Activity
Give the number of lines in the listing that contain "Straight", with no other words.
*** Opening of Input records ***
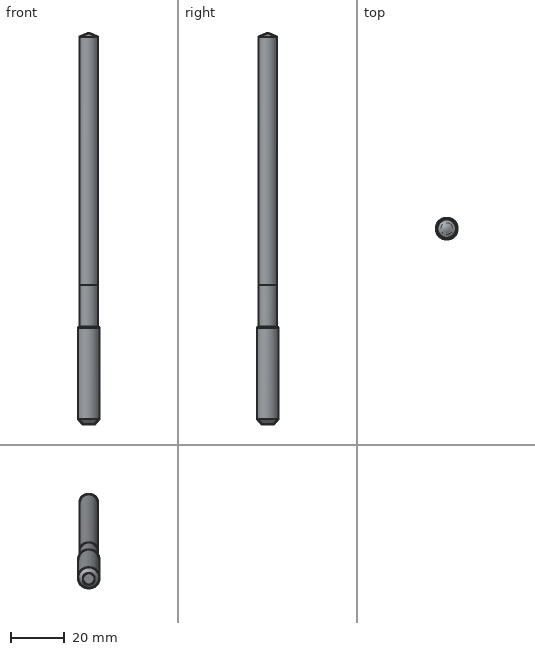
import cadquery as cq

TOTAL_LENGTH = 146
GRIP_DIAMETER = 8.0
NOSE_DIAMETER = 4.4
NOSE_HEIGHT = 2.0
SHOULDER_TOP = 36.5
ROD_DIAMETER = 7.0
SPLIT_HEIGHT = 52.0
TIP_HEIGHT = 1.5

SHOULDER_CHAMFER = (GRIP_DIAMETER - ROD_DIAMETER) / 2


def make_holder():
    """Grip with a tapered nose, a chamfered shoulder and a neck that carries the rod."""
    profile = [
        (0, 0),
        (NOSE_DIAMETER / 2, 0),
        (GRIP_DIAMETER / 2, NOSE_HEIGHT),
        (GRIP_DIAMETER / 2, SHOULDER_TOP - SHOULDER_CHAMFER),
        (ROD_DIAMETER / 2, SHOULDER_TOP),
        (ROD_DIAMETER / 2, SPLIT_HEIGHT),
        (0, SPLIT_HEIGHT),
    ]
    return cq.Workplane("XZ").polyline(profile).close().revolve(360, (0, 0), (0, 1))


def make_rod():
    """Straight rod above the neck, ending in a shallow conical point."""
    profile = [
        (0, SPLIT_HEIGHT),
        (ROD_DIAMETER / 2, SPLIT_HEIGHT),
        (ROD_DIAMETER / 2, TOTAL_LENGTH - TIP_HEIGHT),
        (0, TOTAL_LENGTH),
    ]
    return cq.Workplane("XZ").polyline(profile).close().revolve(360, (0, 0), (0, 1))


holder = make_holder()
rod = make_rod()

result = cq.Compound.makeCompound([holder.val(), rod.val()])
*** Close of Input records ***
*** Opening of Input records ***
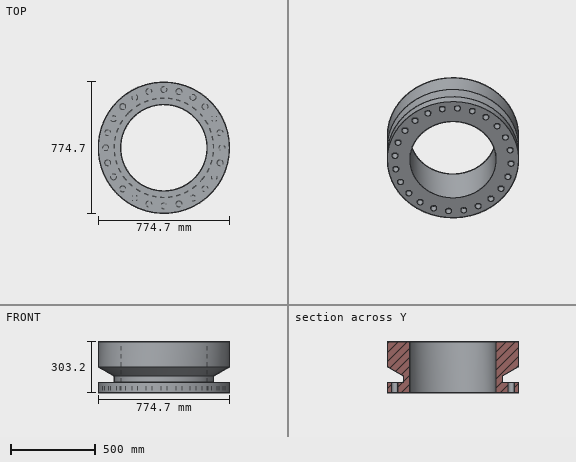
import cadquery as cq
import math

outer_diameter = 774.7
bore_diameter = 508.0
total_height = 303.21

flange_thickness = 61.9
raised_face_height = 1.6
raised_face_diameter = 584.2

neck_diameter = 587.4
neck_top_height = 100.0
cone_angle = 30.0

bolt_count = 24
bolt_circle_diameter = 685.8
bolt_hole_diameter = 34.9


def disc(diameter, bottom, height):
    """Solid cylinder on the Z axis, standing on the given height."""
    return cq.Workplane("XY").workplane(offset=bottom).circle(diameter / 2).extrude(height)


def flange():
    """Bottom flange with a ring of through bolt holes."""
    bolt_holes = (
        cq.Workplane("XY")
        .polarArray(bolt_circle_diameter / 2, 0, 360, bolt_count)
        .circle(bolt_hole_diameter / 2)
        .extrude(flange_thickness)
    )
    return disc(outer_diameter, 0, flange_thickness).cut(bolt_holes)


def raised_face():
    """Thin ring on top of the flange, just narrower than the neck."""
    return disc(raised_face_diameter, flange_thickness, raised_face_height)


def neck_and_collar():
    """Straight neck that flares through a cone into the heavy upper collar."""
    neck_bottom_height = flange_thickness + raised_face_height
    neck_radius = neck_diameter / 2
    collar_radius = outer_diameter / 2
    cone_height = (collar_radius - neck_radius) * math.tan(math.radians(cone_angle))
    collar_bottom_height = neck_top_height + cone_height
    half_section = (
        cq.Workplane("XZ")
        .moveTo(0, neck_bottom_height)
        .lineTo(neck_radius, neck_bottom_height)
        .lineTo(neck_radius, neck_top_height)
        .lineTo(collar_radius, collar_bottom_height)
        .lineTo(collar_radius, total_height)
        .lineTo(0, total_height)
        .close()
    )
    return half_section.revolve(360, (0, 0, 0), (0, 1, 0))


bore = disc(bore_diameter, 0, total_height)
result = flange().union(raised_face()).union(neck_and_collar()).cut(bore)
*** Close of Input records ***
Solution
2